4 min read Last Updated : Dec 26 2022 | 12:44 AM IST
The Department of Investment and Public Asset Management (Dipam) has suggested that dividends from public sector undertakings (PSUs) be accounted as divestment collections. This is because both are revenue resources for the government.
The department, which deals with disinvestment, is learnt to have made this suggestion to the North Block. It emphasised that keeping a certain target or roadmap does not really work in market-oriented deals.
It has suggested making dividends a part of the overall budgeted target for disinvestment ahead of the Union Budget, expected to be presented on February 1.
Currently, PSU dividends received by the Centre do not count as disinvestment proceeds.
“Dividend from CPSEs (central public sector enterprises) (which is non-tax revenue) and disinvestment (which is miscellaneous capital receipts) are the two responsibilities of the Dipam. Both should be looked at as far as resources to the government are concerned,” a senior official told Business Standard.

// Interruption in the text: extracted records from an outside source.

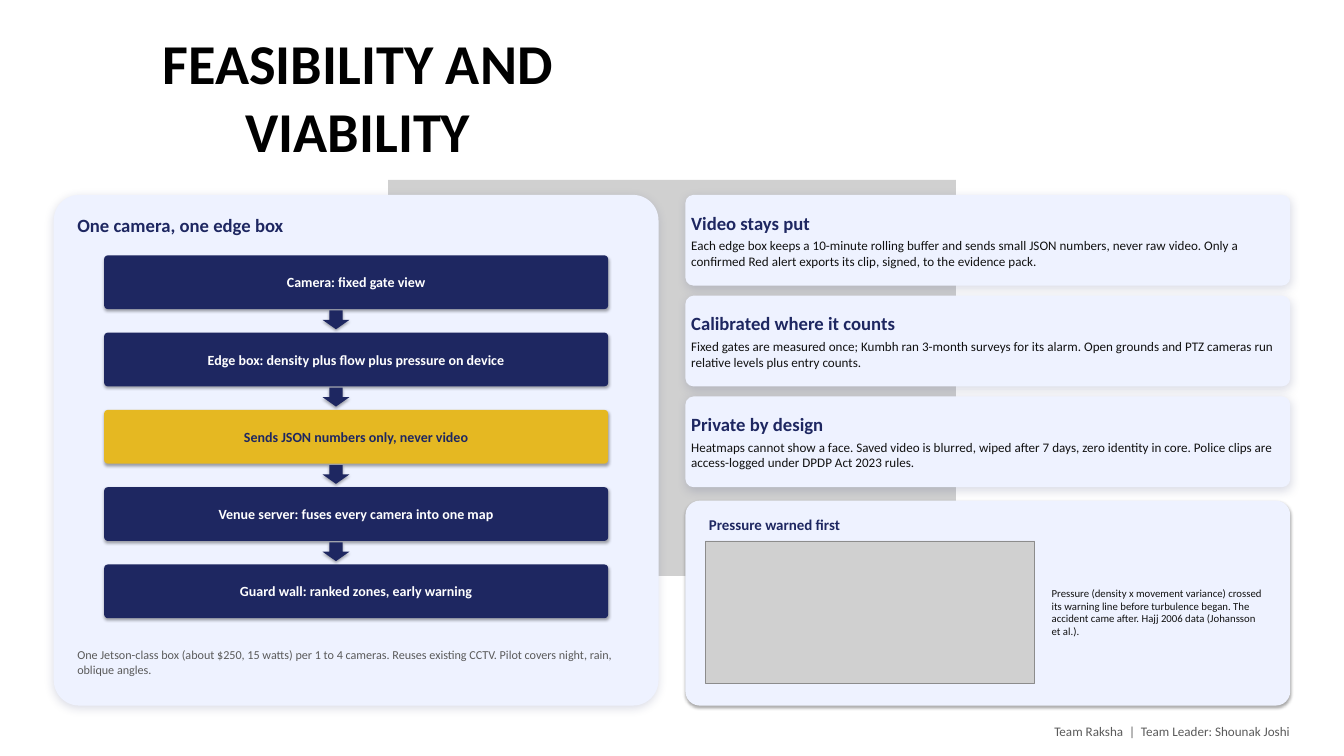
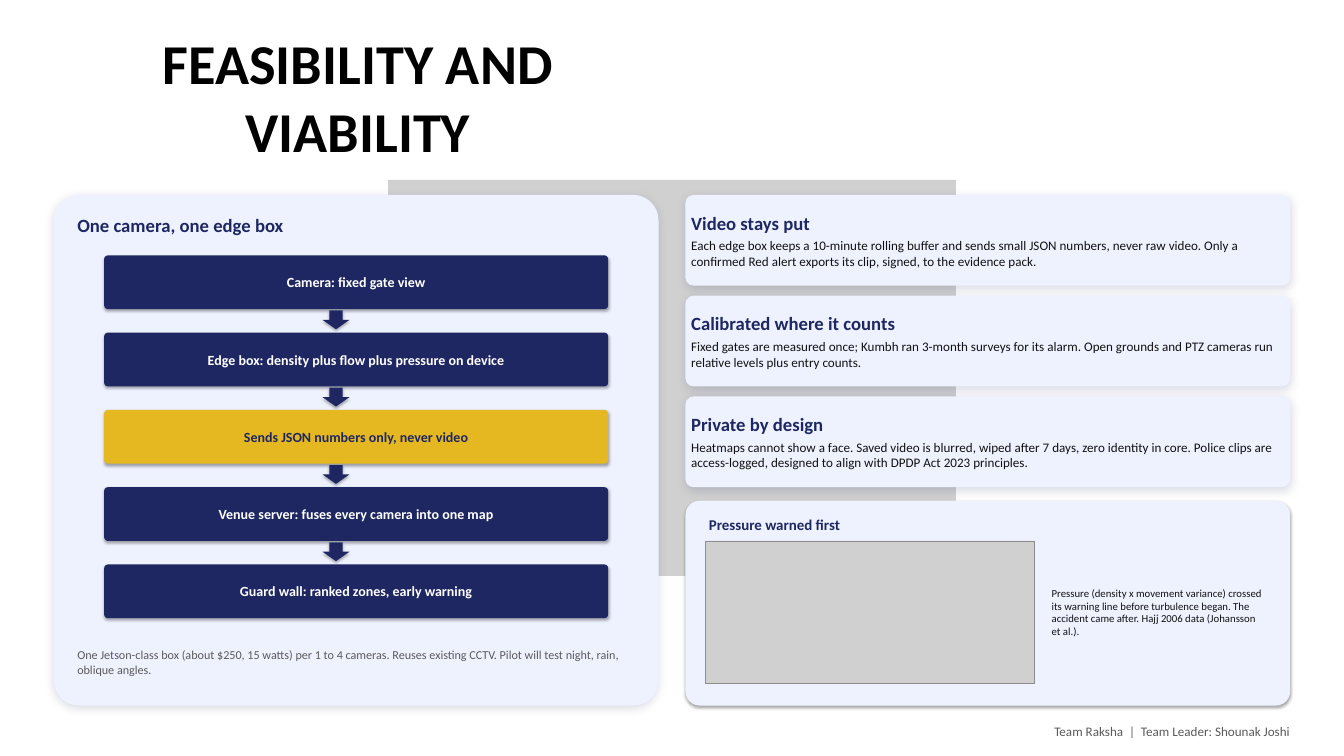
Before and after one commit to shounakjoshi88-a11y/raksha-crowd-safety-hackathon, a slide deck: slide 4 of deck/Raksha_Hackathon2026_Simplified.pptx. Drawn at 1344x756 pixels with LibreOffice and Linux fonts; fonts in the diff are those of the drawing; grey boxes stand for pictures. Boxes give left, top, right and bottom in pixels: in the first picture for what was removed or moved away, otherwise in the second. Text is boxed around its words. In the diff, an @@ line names an element or a change of style, - is before the commit and + after.

Commit message:
fix: cite Kumbh/Hathras sources, soften DPDP, pilot wording, delivery-vs-ack clarity

```diff
--- a/deck/Raksha_Hackathon2026_Simplified.pptx
+++ b/deck/Raksha_Hackathon2026_Simplified.pptx
@@ text in rounded rectangle at box(691, 443, 1272, 470): text changed @@
-Heatmaps cannot show a face. Saved video is blurred, wiped after 7 days, zero identity in core. Police clips are access-logged under DPDP Act 2023 rules.
+Heatmaps cannot show a face. Saved video is blurred, wiped after 7 days, zero identity in core. Police clips are access-logged, designed to align with DPDP Act 2023 principles.
@@ text at box(77, 650, 619, 676): text changed @@
-One Jetson-class box (about $250, 15 watts) per 1 to 4 cameras. Reuses existing CCTV. Pilot covers night, rain, oblique angles.
+One Jetson-class box (about $250, 15 watts) per 1 to 4 cameras. Reuses existing CCTV. Pilot will test night, rain, oblique angles.
```
Also in this commit, not shown: 2 other slides changed, 3 other files.

As on date, Dipam has raised Rs 66,046 crore from disinvestment and dividend receipts. Of this, Rs 31,106 crore has come as disinvestment receipts and Rs 34,940 crore as dividend.
The government is half way against the disinvestment target of Rs 65,000 crore for the current fiscal year.

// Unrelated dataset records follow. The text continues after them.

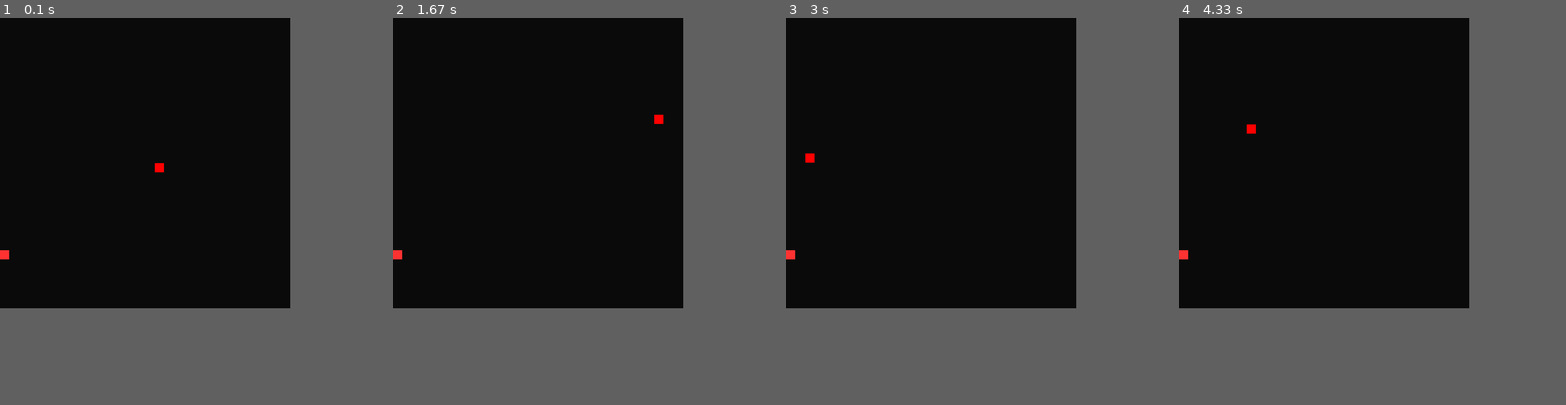
Above: before the commit, frames 1-4 (left to right).
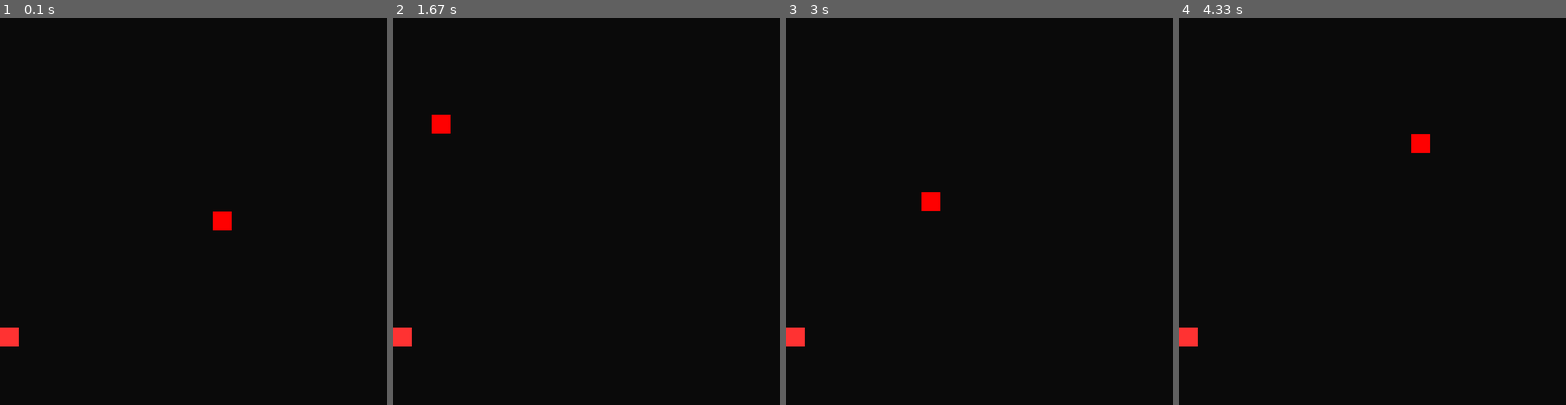
Above: after the commit, the same moments.

Repository: Robot0501/Snake_Pygame
Game: pygame game, started from main.py
The game is run twice, just before and just after one commit, with the same random seed, the same clock (stepped at 60 frames per second) and the same inputs.
Inputs:
- Up to frame 1 (0.1 s): no input
- Up to frame 2 (1.67 s): hold Right 0.33-0.8 s; hold Up 0.83-1.3 s; hold Right from 1.33 s (still down)
- Up to frame 3 (3 s): release Right at 1.8 s; hold Down 2.4-2.7 s; hold Left from 2.73 s (still down)
- Up to frame 4 (4.33 s): release Left at 3.13 s; hold Up 3.17-3.53 s; hold Right 3.57-4.2 s; hold Down from 4.23 s (still down)
In our replay, the window is 600x600 before the commit and 800x800 after it. These sizes can differ from the game's own. Grey fills any space a smaller window leaves; there, only what the larger window draws over its background counts as a difference.

The runs differ from the first frame. In frame 1, 0.6% of the frame differs, in the area x 0-60%, y 37-85%; in frame 2, 0.6%; in frame 3, 0.6%; in frame 4, 0.6%.

Commit message:
Created basic Menu_Box class, and structure for Main_Menu class

Diff:
--- a/food.py
+++ b/food.py
@@ -13,7 +13,6 @@
 
     def __init__(self) -> None:
         self.position = self.generate_position()
-        super().__init__()
 
     def generate_position(self) -> Tuple[int, int]:
         """Generate a random position for the food"""
--- a/globals.py
+++ b/globals.py
@@ -4,8 +4,8 @@
 
 
 class Window:
-    WINDOW_SIZE = 600
-    GRID_SIZE = 20
+    WINDOW_SIZE = 800
+    GRID_SIZE = 40
     GRID_COUNT = WINDOW_SIZE // GRID_SIZE
 
 
@@ -14,6 +14,8 @@
     RED = (255, 0, 0)
     DARK_RED = (200, 0, 0)
     FOOD_COLOUR = (255, 50, 50)
+    MENU_BUTTON_SELECTED = (99, 99, 99)
+    MENU_BUTTON_UNSELECTED = (252, 252, 252)
 
 
 class Direction(Enum):
@@ -34,7 +36,7 @@
         position: Tuple[int, int],
         surface: pygame.Surface,
         colour: Tuple[int, int, int],
-    ):
+    ) -> pygame.Rect:
         rect = pygame.Rect(
             position[0] * Window.GRID_SIZE,  # X pos
             position[1] * Window.GRID_SIZE,  # Y pos
@@ -42,3 +44,4 @@
             Window.GRID_SIZE - 1,  # Height
         )
         pygame.draw.rect(surface, colour, rect)
+        return rect
--- a/main.py
+++ b/main.py
@@ -8,10 +8,8 @@
 from snake import Snake
 from food import Food
 
-pygame.init()
 
-
-class Game:
+class Game_Loop:
     """Main game Class"""
 
     def __init__(self) -> None:
@@ -73,6 +71,7 @@
 
 
 if __name__ == "__main__":
-    game = Game()
+    pygame.init()
+    game = Game_Loop()
     game.run()
     pygame.quit()
--- a/menu.py
+++ b/menu.py
@@ -0,0 +1,60 @@
+import pygame
+from globals import (
+    Window,
+    Colour,
+    Direction,
+)
+from typing import Tuple
+from globals import Object
+
+
+class Menu_Box(Object):
+    def __init__(
+        self,
+        position: Tuple[int, int],
+        size: Tuple[float, float],
+        colour,
+        text: str,
+        text_colour,
+    ) -> None:
+        self.position = position
+        self.length = size[0]
+        self.width = size[1]
+        self.colour = colour
+        self.text = text
+        self.text_colour = text_colour
+        self.selected = False
+
+    def draw(self, surface: pygame.Surface, font: pygame.font.Font):
+        rect = super().draw(self.position, surface, self.colour)
+        text = font.render(self.text, True, self.text_colour, self.colour)
+        surface.blit(text, rect)
+
+
+class Main_Menu:
+    def __init__(self) -> None:
+        self.screen = pygame.display.set_mode((Window.WINDOW_SIZE, Window.WINDOW_SIZE))
+        pygame.display.set_caption("My Snake Game")
+        self.clock = pygame.time.Clock()
+        self.game_speed = 10
+
+    def handle_input(self):
+        for event in pygame.event.get():
+            if event.type == pygame.QUIT:
+                return False
+
+    def update(self):
+        pass
+
+    def draw(self):
+        self.screen.fill(Colour.BLACK)
+
+        pygame.display.flip()
+
+    def run(self):
+        running = True
+        while running:
+            running = self.handle_input()
+            self.update()
+            self.draw()
+            self.clock.tick(self.game_speed)

Dividend for the CPSEs’ full-year budget target stood at Rs 40,000 crore, which is almost 85 per cent of the budget target. Sources in the department said that FY23 dividend receipts may surpass the target like FY22. This would help the government meet its non-tax revenue target.
Last year, it garnered Rs 59,000 crore in dividends from state-run firms. This was more than 28 per cent of the target of Rs 46,000 crore for the year. This was on account of high commodity prices, resulting in raising the profits for companies.
STATUS CHECK
Rs 66,046 cr DIPAM has raised from disinvestment and dividend receipts
Rs 31,106 cr raised as disinvestment receipts and Rs 34,940 crore as dividend
Rs 65,000 cr disinvestment target for FY23. Govt is half way against the target so far
Rs 40,000 cr dividend for CPSEs’ full-year Budget target. This is almost 85% of the target
“Setting a certain number for disinvestment gives an indication that the government will sell its stakes in state-run companies. This often leads to a fall in share prices of such firms,” said another official aware of the discussion.
He said it is difficult to set a roadmap, keeping in mind how geopolitical issues impact markets even in developed nations.
Disinvestment requires long-term and consistent planning, which can’t be restricted as a target. This does not really work in market-oriented deals.
Some of the major privatisation bids in the pipeline include IDBI Bank stake sale and divestment in Container Corporation of India (Concor) and Shipping Corporation. The government expects most of them to conclude in FY24, particularly the IDBI Bank stake sale.
IDBI is a two-stage process, wherein potential bidders will be required to meet the Reserve Bank of India’s (RBI’s) “fit and proper” criterion before making financial bids. The first bid is expected on January 7. The expressions of interest (EoIs) for Concor would come sometime in January.
“Disinvestment target is on track with dividends,” Dipam secretary Tuhin Kanta Pandey had said during a panel discussion early this month. He added why ignore dividend receipts as that is also money and money is fungible.
The Dipam secretary had made this remark while explaining that over emphasis on disinvestment targets is not the right approach.
The remark has come amid growing doubts that the government may miss its disinvestment target and even set a lower budget target for FY24. So far, the government has received disinvestment receipts of about Rs 4 trillion since 2014.